Source material
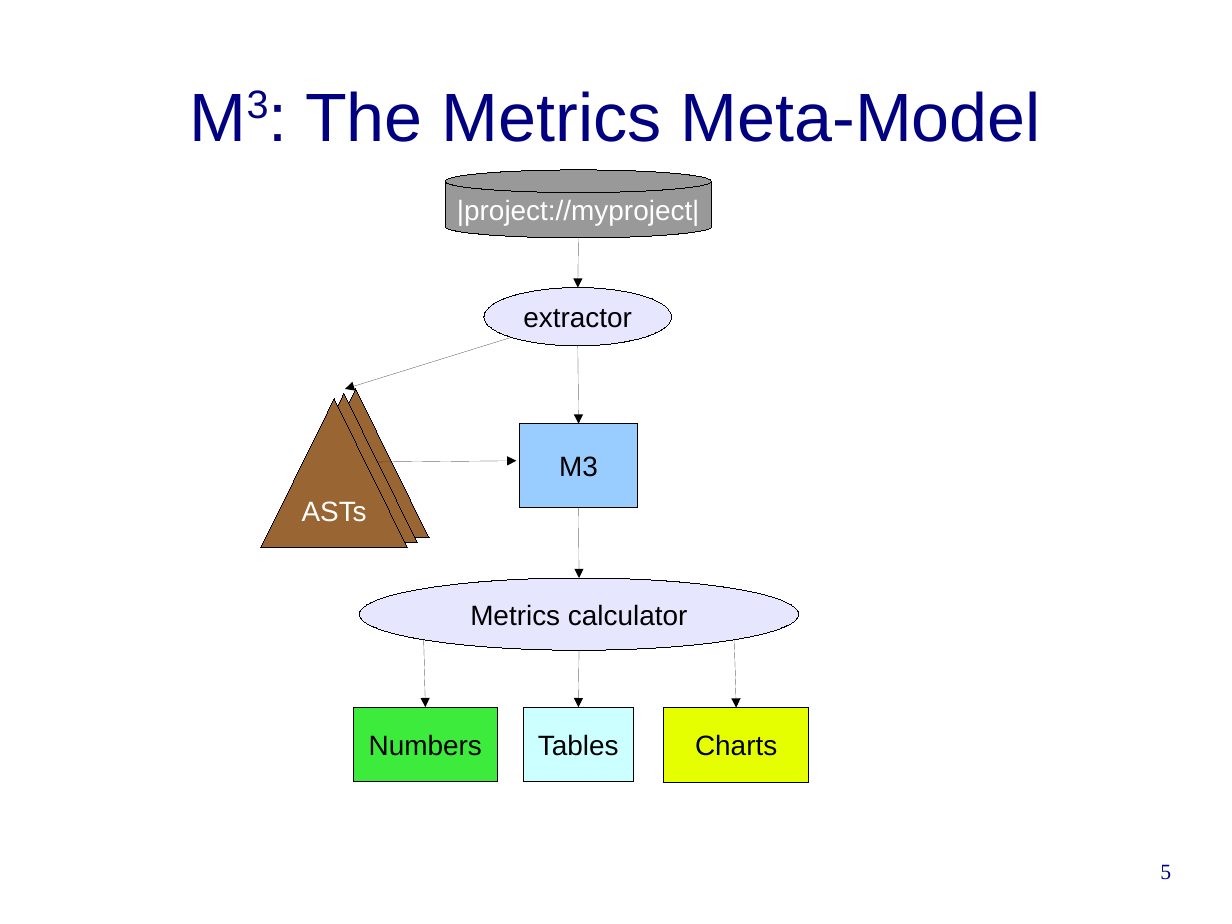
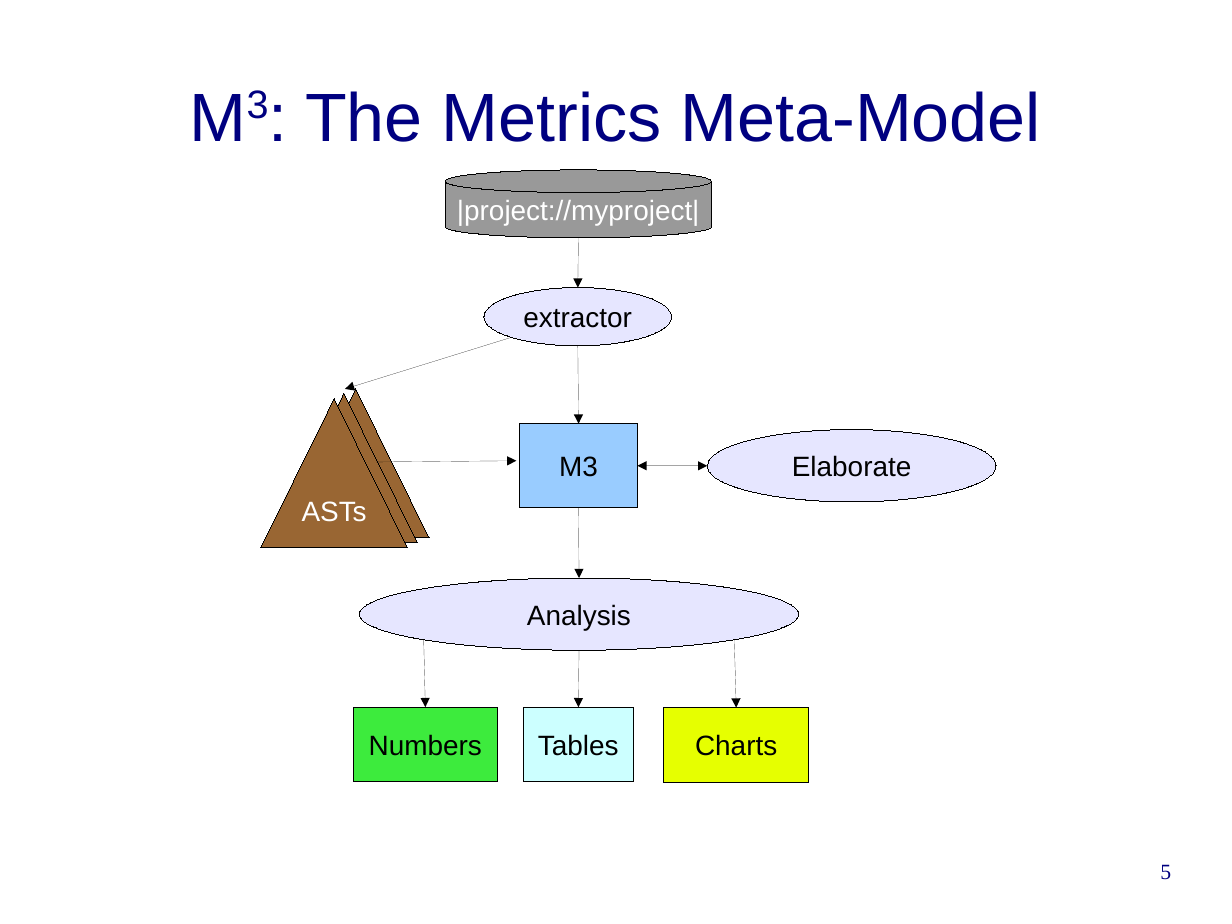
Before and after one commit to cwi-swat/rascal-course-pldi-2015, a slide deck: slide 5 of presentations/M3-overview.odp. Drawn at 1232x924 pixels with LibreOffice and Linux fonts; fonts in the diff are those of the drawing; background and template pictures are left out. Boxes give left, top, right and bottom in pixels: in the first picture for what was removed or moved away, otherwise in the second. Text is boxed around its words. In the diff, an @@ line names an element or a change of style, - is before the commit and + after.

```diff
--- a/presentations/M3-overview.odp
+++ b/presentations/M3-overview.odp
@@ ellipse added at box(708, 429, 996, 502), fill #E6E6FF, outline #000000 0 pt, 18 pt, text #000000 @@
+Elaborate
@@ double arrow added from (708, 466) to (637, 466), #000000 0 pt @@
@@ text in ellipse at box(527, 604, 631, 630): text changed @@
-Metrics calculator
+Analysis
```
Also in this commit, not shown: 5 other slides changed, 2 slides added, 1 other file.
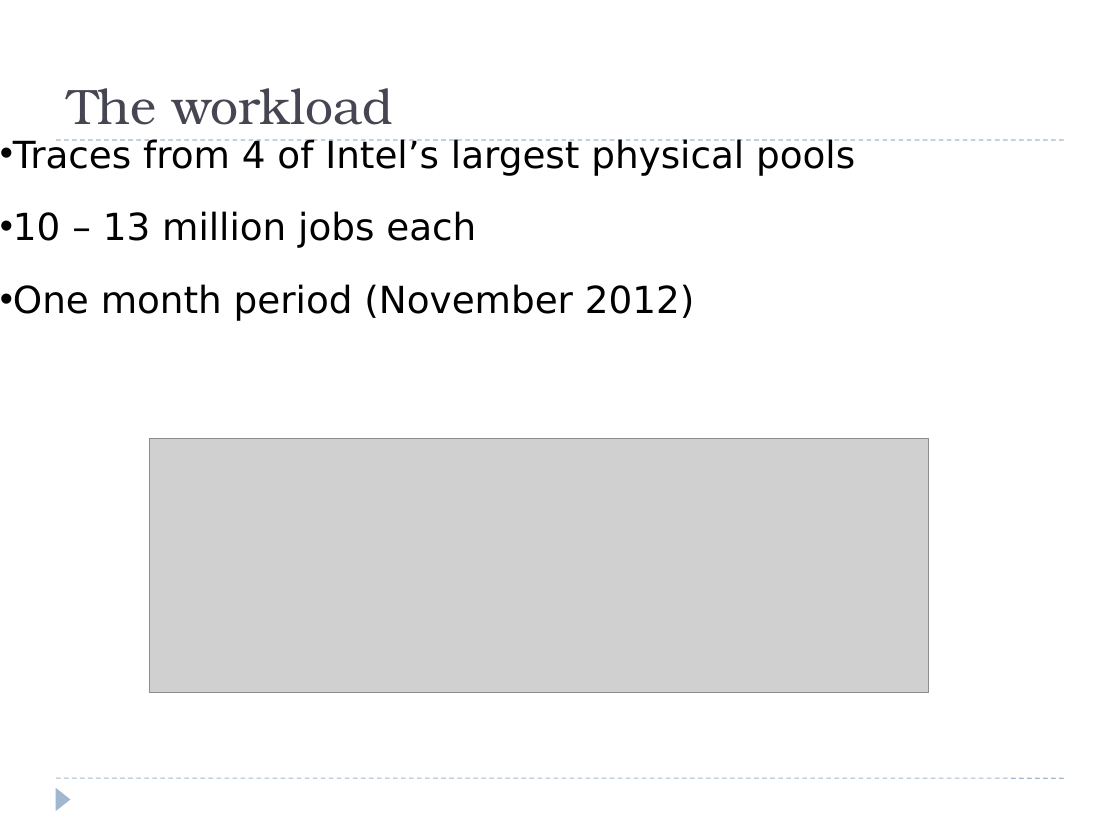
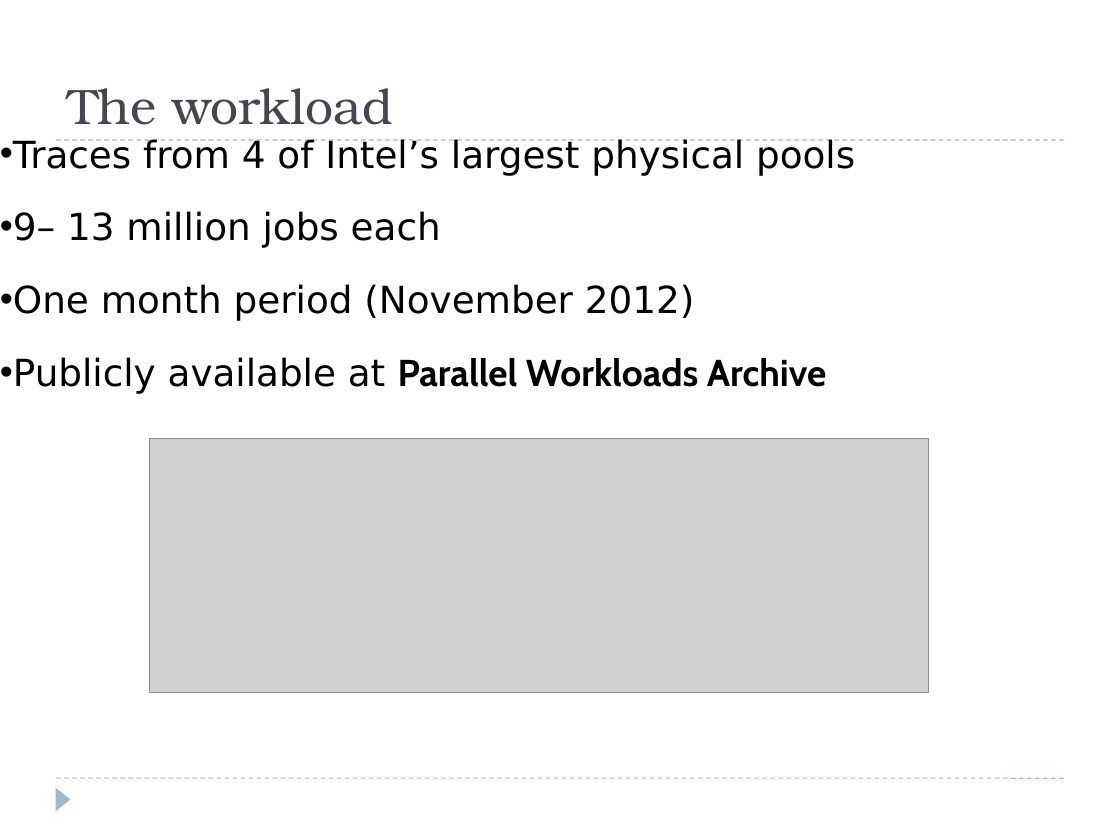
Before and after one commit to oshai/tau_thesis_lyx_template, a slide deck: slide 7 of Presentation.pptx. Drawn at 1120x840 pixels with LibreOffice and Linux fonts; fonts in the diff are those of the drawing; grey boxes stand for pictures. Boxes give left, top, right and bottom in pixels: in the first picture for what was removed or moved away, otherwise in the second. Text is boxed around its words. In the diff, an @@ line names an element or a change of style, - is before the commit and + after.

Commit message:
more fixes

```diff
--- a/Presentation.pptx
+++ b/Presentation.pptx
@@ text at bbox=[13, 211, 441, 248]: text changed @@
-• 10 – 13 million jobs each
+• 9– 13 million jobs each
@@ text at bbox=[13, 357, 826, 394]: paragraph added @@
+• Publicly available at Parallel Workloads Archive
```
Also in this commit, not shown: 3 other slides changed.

Problem requirements
Using the records above, give the count of lines with the word "words", and write nothing more.

Solution to the problem
2